Art is never out of the life of a person, but it is the easiest thing to deny or insult. We do insult ourselves by not seeing that we are point and line, definition and relation, single and multitudinous. The possibility we all have, the most tempting possibility we have of denying ourselves as art, is what used to be called “original sin”; and can still be called that.
Art can never be wholly appreciated unless we see it like a situation in ourselves. Artists used to identify themselves with “their art”; what is necessary now is to identify art with ourselves.
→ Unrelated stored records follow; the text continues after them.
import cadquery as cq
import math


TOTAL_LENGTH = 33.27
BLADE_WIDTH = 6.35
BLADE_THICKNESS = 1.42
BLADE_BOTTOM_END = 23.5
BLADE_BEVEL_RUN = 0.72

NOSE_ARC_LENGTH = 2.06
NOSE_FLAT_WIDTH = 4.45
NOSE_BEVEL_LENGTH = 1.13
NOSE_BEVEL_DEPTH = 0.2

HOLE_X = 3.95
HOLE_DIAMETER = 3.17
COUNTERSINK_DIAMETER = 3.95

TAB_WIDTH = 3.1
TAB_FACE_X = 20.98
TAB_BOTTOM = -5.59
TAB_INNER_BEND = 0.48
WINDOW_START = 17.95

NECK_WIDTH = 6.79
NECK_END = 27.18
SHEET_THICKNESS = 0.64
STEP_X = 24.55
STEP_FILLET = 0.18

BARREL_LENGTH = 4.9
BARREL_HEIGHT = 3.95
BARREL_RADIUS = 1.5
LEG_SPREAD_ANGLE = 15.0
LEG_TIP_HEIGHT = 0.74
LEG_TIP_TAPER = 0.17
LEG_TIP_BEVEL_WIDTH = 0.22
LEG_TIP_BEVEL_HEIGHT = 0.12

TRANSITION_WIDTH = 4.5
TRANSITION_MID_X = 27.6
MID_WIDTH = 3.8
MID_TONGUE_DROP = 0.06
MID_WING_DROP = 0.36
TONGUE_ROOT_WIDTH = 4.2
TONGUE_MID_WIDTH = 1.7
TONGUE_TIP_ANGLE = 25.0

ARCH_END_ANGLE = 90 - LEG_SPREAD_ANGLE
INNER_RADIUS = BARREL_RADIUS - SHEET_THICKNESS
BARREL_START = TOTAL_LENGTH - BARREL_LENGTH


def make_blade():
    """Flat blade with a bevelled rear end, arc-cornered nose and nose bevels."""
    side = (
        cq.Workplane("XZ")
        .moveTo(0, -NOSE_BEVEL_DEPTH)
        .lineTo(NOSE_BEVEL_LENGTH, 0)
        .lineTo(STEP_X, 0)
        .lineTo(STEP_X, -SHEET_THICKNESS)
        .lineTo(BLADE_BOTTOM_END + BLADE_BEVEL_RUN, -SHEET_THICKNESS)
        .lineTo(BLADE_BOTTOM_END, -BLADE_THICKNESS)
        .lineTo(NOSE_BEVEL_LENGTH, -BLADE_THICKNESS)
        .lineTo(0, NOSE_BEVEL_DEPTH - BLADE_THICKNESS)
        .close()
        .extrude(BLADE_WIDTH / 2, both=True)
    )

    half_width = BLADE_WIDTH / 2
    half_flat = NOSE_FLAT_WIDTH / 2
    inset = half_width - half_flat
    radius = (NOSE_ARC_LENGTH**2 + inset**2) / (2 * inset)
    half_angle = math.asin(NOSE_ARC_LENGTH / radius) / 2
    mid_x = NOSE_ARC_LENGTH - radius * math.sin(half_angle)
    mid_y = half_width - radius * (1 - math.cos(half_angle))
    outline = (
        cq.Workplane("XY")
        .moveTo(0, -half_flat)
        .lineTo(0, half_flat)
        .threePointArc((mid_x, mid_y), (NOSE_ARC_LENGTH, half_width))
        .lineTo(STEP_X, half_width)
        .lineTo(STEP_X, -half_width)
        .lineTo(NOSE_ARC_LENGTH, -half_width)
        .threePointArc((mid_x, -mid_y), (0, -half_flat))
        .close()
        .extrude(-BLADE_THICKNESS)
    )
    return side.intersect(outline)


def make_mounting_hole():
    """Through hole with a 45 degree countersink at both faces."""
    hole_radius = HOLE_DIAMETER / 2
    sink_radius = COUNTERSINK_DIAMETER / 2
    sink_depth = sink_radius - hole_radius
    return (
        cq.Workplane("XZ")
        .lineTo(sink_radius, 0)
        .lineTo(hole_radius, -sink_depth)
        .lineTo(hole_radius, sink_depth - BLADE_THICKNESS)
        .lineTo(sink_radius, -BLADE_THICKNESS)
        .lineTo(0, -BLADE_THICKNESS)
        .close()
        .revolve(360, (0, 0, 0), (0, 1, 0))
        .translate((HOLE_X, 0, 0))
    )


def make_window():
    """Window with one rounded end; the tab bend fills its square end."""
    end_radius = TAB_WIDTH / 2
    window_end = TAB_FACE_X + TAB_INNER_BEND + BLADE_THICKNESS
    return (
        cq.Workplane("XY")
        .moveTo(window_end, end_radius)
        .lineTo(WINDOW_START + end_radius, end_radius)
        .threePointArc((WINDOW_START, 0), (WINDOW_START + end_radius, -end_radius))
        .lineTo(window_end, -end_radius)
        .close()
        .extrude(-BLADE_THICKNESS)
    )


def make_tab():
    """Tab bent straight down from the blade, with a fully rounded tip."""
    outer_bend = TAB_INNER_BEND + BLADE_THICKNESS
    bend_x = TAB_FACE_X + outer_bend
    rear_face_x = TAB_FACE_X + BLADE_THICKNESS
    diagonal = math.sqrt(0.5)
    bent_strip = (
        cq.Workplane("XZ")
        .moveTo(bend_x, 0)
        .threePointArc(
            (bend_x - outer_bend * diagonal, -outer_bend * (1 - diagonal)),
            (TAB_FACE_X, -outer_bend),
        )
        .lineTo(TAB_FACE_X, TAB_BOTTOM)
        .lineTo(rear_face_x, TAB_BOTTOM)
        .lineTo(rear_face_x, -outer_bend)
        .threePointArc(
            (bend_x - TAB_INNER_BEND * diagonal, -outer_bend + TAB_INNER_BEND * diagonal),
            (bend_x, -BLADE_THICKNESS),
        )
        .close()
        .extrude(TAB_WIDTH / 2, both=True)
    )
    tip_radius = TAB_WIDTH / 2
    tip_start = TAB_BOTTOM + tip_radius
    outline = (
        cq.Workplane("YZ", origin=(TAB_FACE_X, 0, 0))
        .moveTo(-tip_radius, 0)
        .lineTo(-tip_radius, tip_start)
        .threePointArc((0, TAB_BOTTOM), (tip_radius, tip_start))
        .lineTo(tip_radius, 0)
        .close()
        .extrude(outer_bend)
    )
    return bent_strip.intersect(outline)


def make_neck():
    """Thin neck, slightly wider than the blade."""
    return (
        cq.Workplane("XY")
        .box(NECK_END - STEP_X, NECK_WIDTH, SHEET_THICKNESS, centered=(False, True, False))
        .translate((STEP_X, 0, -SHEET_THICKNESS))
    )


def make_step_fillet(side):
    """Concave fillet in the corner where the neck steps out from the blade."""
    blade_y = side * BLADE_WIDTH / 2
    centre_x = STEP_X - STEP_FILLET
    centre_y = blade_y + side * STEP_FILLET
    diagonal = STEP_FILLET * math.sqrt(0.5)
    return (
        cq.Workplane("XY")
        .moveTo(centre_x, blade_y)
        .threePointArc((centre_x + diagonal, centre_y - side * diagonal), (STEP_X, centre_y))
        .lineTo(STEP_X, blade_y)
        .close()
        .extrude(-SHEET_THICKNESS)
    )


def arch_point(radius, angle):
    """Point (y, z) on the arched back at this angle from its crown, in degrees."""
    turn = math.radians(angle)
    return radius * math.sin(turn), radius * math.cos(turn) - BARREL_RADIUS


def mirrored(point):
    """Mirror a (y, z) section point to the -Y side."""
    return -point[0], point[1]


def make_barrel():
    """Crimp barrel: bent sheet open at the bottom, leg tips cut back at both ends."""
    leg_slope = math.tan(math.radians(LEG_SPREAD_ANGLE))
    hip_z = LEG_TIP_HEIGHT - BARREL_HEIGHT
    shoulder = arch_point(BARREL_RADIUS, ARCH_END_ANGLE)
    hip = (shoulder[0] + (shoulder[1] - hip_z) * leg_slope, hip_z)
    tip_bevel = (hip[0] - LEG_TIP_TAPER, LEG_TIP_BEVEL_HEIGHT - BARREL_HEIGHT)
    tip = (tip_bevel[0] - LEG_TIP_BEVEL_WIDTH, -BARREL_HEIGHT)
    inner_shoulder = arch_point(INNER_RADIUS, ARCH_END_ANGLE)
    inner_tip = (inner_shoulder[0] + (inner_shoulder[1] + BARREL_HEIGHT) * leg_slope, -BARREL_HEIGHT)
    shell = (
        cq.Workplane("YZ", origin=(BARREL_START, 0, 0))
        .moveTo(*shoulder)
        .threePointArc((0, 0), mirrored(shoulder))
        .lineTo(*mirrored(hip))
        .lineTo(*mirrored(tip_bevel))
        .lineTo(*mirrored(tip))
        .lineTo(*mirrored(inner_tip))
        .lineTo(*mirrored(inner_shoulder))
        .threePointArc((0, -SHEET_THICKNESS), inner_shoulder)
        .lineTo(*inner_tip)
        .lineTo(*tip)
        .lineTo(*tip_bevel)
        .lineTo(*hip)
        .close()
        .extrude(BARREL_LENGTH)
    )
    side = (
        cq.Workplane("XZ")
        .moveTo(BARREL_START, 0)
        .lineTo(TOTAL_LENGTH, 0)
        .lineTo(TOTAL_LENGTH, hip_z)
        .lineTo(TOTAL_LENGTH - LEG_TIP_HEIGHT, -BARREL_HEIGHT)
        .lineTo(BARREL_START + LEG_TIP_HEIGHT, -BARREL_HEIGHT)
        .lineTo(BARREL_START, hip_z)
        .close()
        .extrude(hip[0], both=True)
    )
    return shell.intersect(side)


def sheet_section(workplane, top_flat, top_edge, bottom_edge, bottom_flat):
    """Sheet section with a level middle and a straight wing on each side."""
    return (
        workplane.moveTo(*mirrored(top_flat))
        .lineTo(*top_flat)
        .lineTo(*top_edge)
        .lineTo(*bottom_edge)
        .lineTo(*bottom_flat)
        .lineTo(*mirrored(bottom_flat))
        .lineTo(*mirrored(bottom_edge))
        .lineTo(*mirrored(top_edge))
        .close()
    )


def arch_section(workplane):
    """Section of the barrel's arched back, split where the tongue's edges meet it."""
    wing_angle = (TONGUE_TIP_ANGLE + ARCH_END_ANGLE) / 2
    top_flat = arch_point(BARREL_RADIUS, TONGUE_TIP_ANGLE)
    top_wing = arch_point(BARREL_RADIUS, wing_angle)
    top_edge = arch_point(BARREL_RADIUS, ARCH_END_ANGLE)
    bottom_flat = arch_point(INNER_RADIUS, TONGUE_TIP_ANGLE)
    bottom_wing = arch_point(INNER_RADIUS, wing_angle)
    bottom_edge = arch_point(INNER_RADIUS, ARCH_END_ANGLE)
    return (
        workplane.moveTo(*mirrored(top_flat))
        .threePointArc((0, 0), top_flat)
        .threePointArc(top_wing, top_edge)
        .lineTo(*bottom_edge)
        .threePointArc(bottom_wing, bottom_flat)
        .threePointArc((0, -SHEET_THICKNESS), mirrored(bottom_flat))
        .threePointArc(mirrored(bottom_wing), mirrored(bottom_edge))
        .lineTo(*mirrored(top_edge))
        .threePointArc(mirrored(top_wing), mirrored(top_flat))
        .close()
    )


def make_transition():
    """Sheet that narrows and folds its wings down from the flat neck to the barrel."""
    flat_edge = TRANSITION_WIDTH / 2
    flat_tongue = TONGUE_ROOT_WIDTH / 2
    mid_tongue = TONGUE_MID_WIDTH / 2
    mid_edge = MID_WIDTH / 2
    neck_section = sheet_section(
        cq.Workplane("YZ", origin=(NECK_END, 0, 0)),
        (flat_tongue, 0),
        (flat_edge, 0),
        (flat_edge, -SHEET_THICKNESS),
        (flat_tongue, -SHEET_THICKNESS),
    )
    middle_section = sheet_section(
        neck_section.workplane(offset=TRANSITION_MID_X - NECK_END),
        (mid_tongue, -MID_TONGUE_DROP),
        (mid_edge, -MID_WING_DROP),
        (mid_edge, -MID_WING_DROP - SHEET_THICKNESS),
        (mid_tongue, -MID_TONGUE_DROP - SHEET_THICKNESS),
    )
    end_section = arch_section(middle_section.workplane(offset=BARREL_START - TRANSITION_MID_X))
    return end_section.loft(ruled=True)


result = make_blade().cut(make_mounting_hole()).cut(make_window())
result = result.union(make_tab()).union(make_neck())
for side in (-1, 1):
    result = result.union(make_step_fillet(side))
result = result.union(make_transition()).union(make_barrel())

Our selves, in their art and happiness, are as various as the arts. We should like to affirm in ourselves the space and massiveness of architecture. To be transparent and heavy—or existing—at once, goes for happiness. And when a beautiful building changes while it maintains its constancy of design, it tells us that we can be happy through constancy in change or flexibility. The color and line in a painting tell us that if there are energy and form in us, we can be pleased. The quietness in strength, the grace in weightiness of sculpture, describe a self in felicity. The impetuosity and restraint, the sweetness and assertiveness of a good line of poetry, say to us that the self is what it wants to be when it is energetic and humble, gentle and strong. The motion in sameness, the surprise and expectancy of the dance, tell us that we are different and continuous, new and familiar. The inevitable and free, the wideness and delicacy in music, tell us that we can be happy seeing ourselves as caused by the whole world, and free because the world is in us; and we can be happy while having scope and fingertips, or exquisiteness, too.
The museums of the world are guides to our happiness. The concerts of the world are warnings about our happiness. The poems of the world are indispensable pointings to felicity. Man will not be happy until he sees what he is, as such, where he begins. Then he will see, I think, that he is utterly neat particularity with tremendously rich relation. He can meddle with this, or deny this, if he is so inclined. Millions of men have, and are doing it. If, however, he sees this clearly and boldly and generously and prudently, he will see himself as essentially art and happiness. Art is happiness, and the soul or self of man is both. It is for him to see this, and to go on from there.